## Introduction

This notebook serves as an introductory guide to using pysal and its associated libraries for spatial data analysis and visualization. It provides a  pathway through essential spatial data techniques, from creating customized choropleth maps and exploring interactive maps to calculating spatial weights for analyzing spatial relationships. Each section builds on the previous one, gradually equipping users with the skills to handle various spatial analysis tasks.

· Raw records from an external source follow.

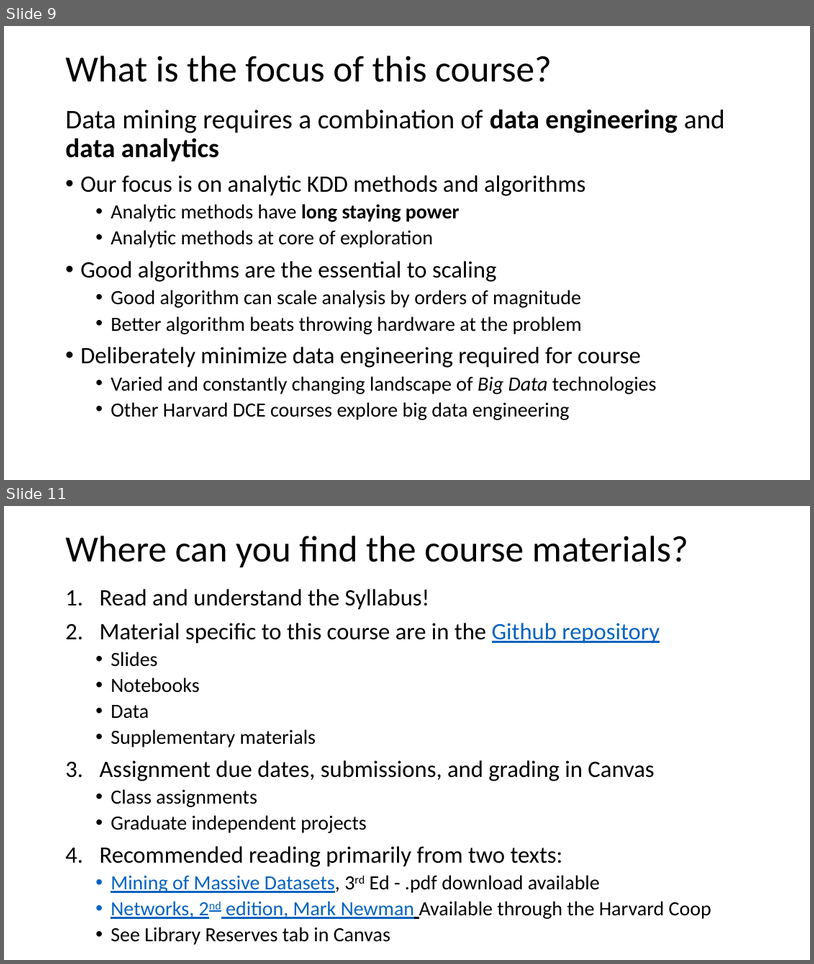
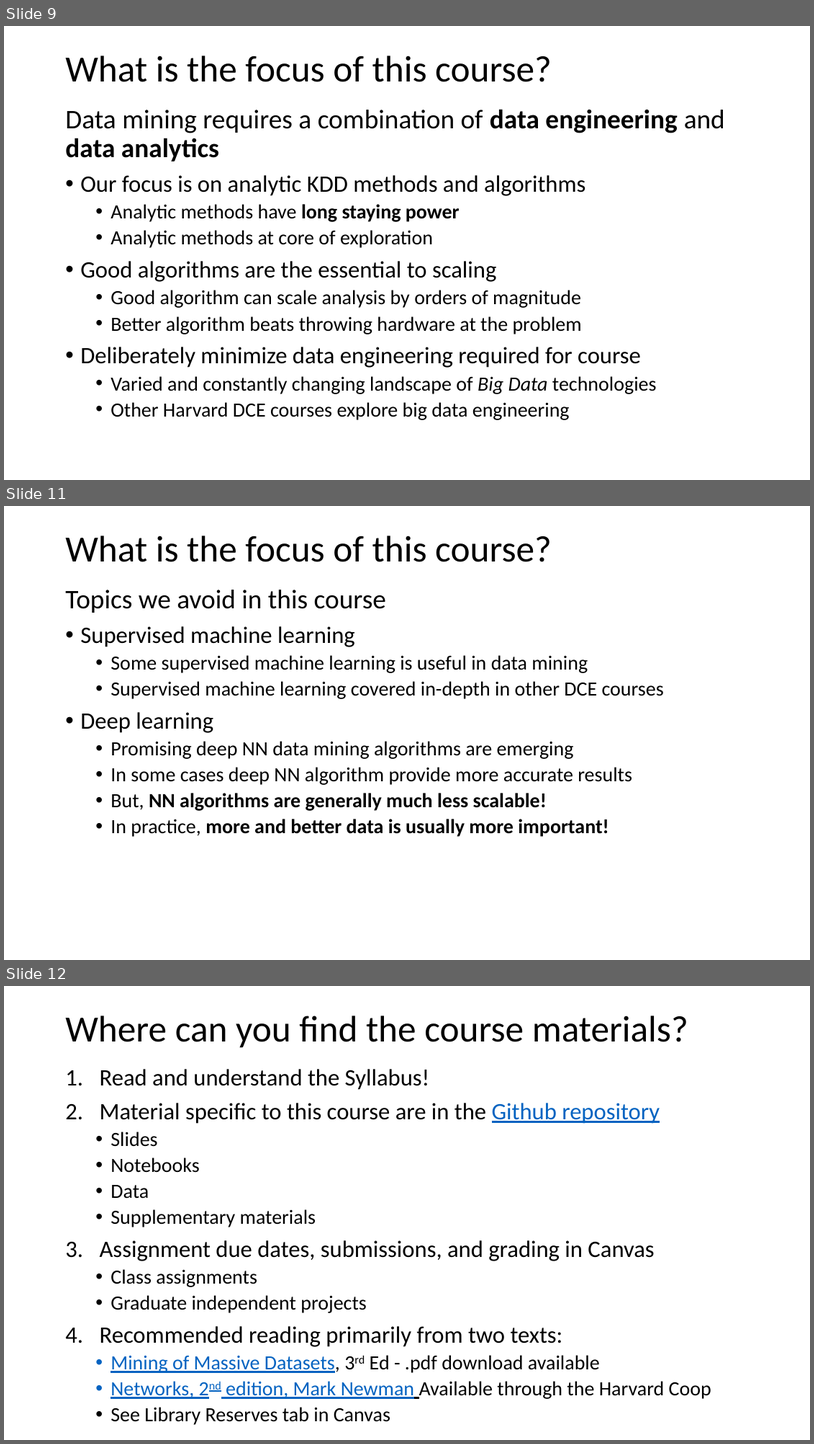
Before and after one commit to StephenElston/CSCI-E-108, a slide deck: slides/1_Introduction.pptx. Shown one above the other, each under a label of ours: slides 9 and 11 before the commit, slides 9, 11 and 12 after it; the slides between them are not shown. The pictures are 814x964 and 814x1444 pixels, drawn with LibreOffice and Linux fonts; fonts in the diff are those of the drawing. Boxes give left, top, right and bottom in pixels: in the first picture for what was removed or moved away, otherwise in the second. Text is boxed around its words. In the diff, an @@ line names an element or a change of style, - is before the commit and + after.

```diff
--- a/slides/1_Introduction.pptx
+++ b/slides/1_Introduction.pptx
@@ slide 11 added at bbox=[4, 506, 810, 960], background #FFFFFF @@
@@ text added at bbox=[65, 536, 552, 562], 44 pt, text #000000 @@
+What is the focus of this course?
@@ text added at bbox=[65, 590, 664, 836], 24 pt, text #000000 @@
+Topics we avoid in this course
+• Supervised machine learning
+  • Some supervised machine learning is useful in data mining
+  • Supervised machine learning covered in-depth in other DCE courses
+• Deep learning
+  • Promising deep NN data mining algorithms are emerging
+  • In some cases deep NN algorithm provide more accurate results
+  • But, NN algorithms are generally much less scalable!
+  • In practice, more and better data is usually more important!
@@ what was slide 11 is now slide 12 @@
```
Also in this commit, not shown: 4 slides changed.
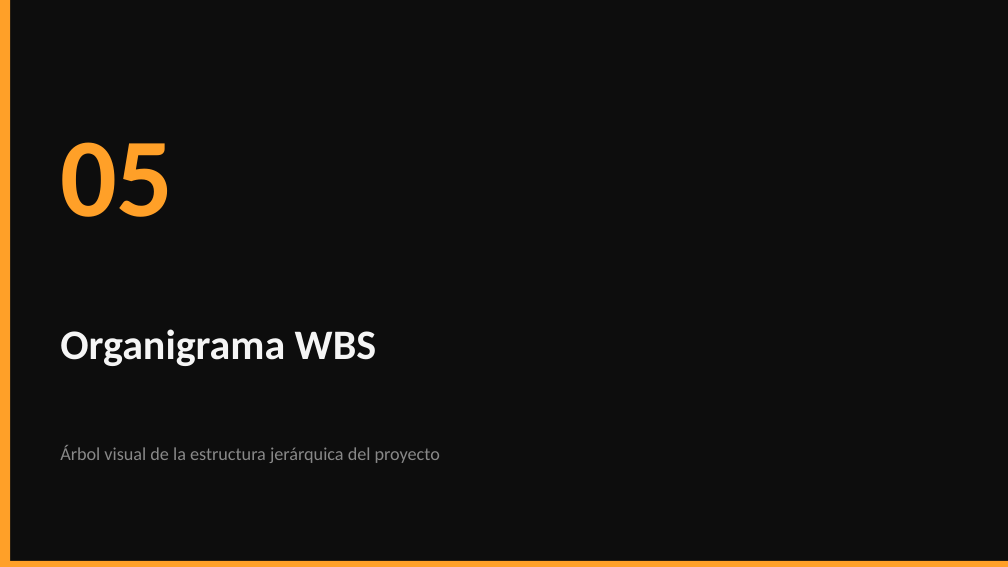
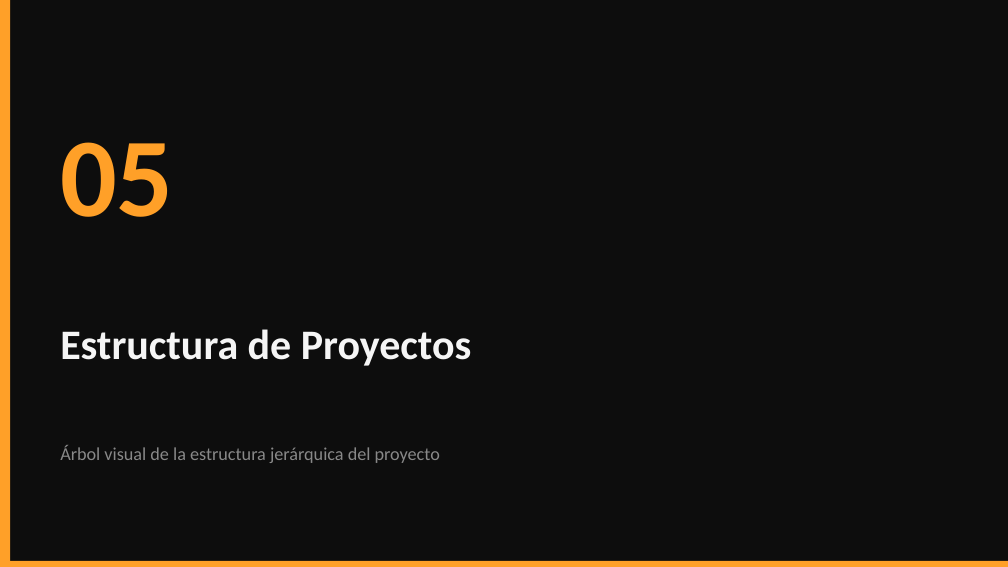
Before and after one commit to ehchavezm-hub/10-cronograma, a slide deck: slide 29 of docs/ECM_Project_Guia_de_Uso.pptx. Drawn at 1008x567 pixels with LibreOffice and Linux fonts; fonts in the diff are those of the drawing. Boxes give left, top, right and bottom in pixels: in the first picture for what was removed or moved away, otherwise in the second. Text is boxed around its words. In the diff, an @@ line names an element or a change of style, - is before the commit and + after.

```diff
--- a/docs/ECM_Project_Guia_de_Uso.pptx
+++ b/docs/ECM_Project_Guia_de_Uso.pptx
@@ text at (60, 329, 472, 366): text changed @@
-Organigrama WBS
+Estructura de Proyectos
```
Also in this commit, not shown: 6 other slides changed.
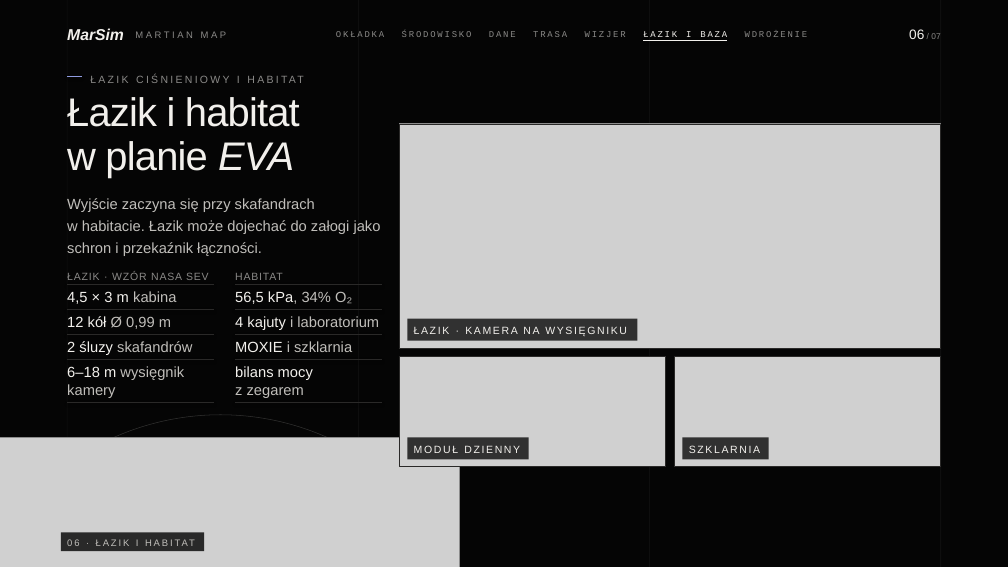
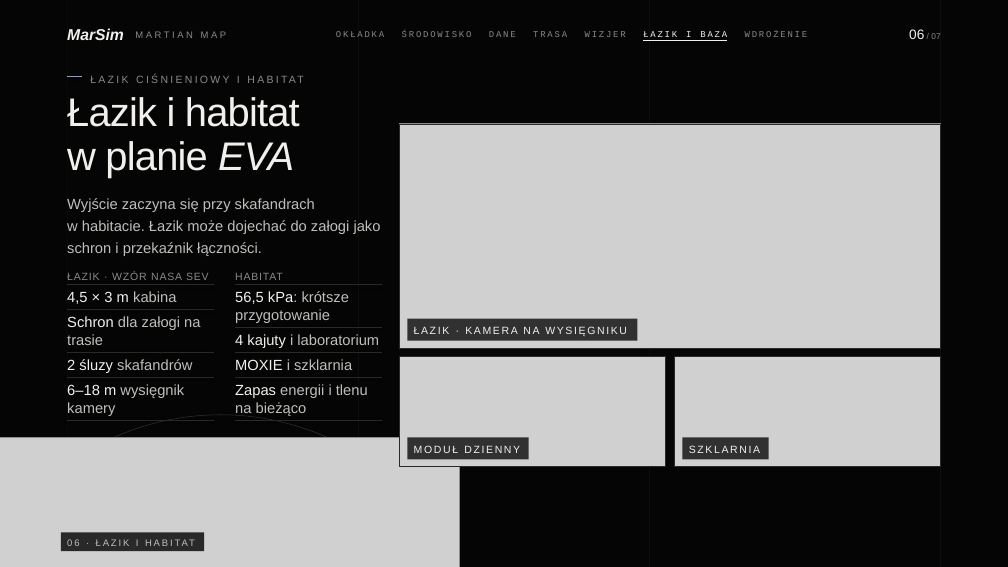
Before and after one commit to Aqayooooo/MarSim, a slide deck: slide 6 of prezentacja/MarSim-prezentacja.pptx. Drawn at 1008x567 pixels with LibreOffice and Linux fonts; fonts in the diff are those of the drawing; grey boxes stand for pictures. Boxes give left, top, right and bottom in pixels: in the first picture for what was removed or moved away, otherwise in the second. Text is boxed around its words. In the diff, an @@ line names an element or a change of style, - is before the commit and + after.

```diff
--- a/prezentacja/MarSim-prezentacja.pptx
+++ b/prezentacja/MarSim-prezentacja.pptx
@@ text at (x1=235, y1=291, x2=349, y2=323): text changed; text colour #F2F0EC to #C0BEBA @@
-56,5 kPa, 34% O₂
+56,5 kPa: krótsze przygotowanie
@@ text at (x1=67, y1=316, x2=200, y2=345): text changed @@
-12 kół Ø 0,99 m
+Schron dla załogi na trasie
@@ 5 lines, 4 texts moved together from (x1=67, y1=309, x2=383, y2=402) to (x1=67, y1=327, x2=383, y2=420) @@
@@ line moved from (67, 360) - (214, 360) to (67, 377) - (214, 377) @@
@@ line moved from (235, 360) - (383, 360) to (235, 377) - (383, 377) @@
@@ text at (x1=235, y1=384, x2=368, y2=416): text changed; text colour #F2F0EC to #C0BEBA @@
-bilans mocy z zegarem
+Zapas energii i tlenu na bieżąco
```
Also in this commit, not shown: 5 other slides changed, 7 other files.
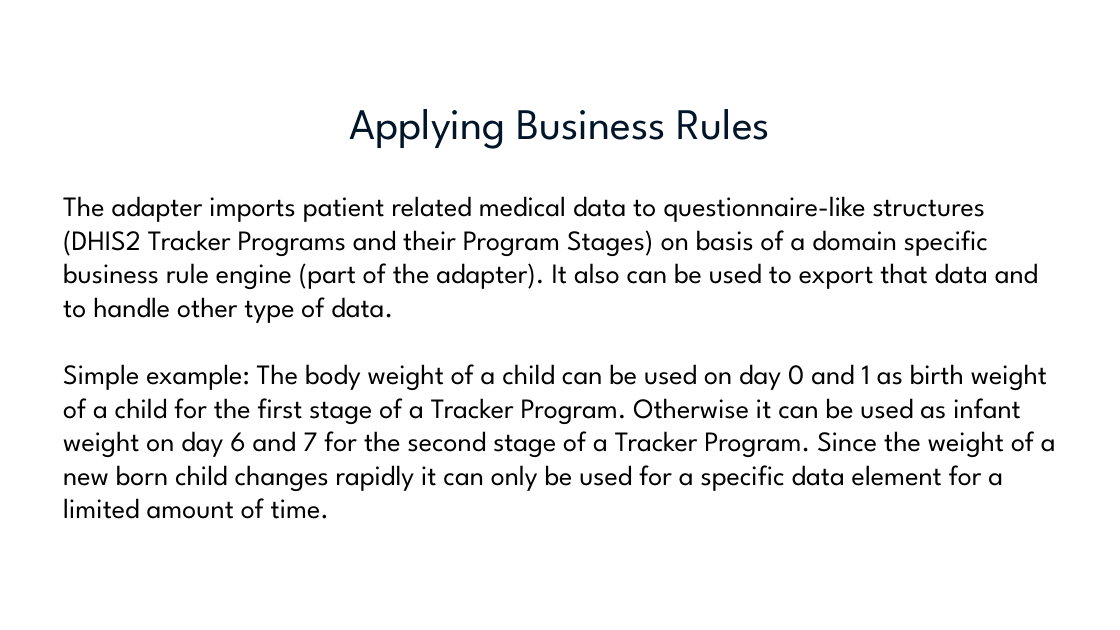
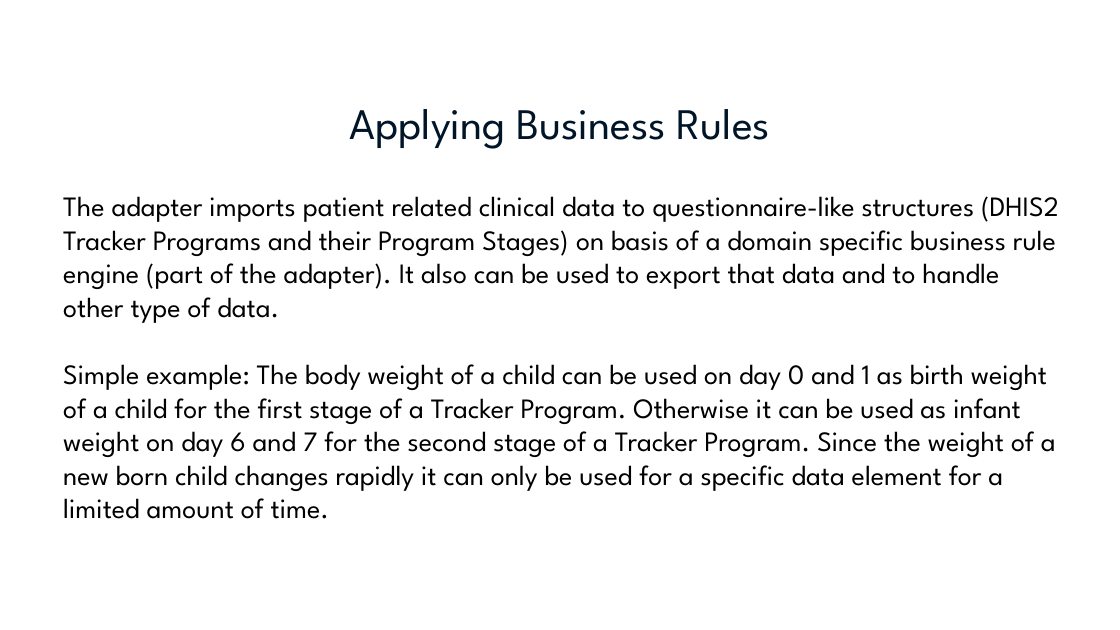
Before and after one commit to dhis2/dhis2-fhir-adapter, a slide deck: slide 7 of docs/DHIS_2_FHIR_Adapter_-_An_Overview.pptx. Drawn at 1120x630 pixels with LibreOffice and Linux fonts; fonts in the diff are those of the drawing; background and template pictures are left out. Boxes give left, top, right and bottom in pixels: in the first picture for what was removed or moved away, otherwise in the second. Text is boxed around its words. In the diff, an @@ line names an element or a change of style, - is before the commit and + after.

Commit message:
Update of high level architecture description. (starting with FHIR interfaces only will be next step)

```diff
--- a/docs/DHIS_2_FHIR_Adapter_-_An_Overview.pptx
+++ b/docs/DHIS_2_FHIR_Adapter_-_An_Overview.pptx
@@ text at (63, 196, 1059, 323): text changed @@
-The adapter imports patient related medical data to questionnaire-like structures (DHIS2 Tracker Programs and their Program Stages) on basis of a domain specific business rule engine (part of the adapter). It also can be used to export that data and to handle other type of data.
+The adapter imports patient related clinical data to questionnaire-like structures (DHIS2 Tracker Programs and their Program Stages) on basis of a domain specific business rule engine (part of the adapter). It also can be used to export that data and to handle other type of data.
```

This structure ensures that users can apply the covered techniques in a range of spatial contexts.


The contents are organized as follows:

- Reading Spatial Data: GeoPandas and libpysal Basics - An introduction to working with GeoDataFrames and loading spatial datasets.
- Visualizing Spatial Data: Mapping - Techniques for creating and styling various maps, including choropleths and interactive maps.
- Representing Spatial Structure: Spatial Weights - Methods to define and visualize spatial relationships, covering contiguity-based weights and graphs.
- Spatial Lag - Calculating and interpreting spatial lags to explore spatial dependence.
- Global and Local Spatial Autocorrelation - Tools for measuring spatial patterns, including Moran’s I and local indicators of spatial association (LISA).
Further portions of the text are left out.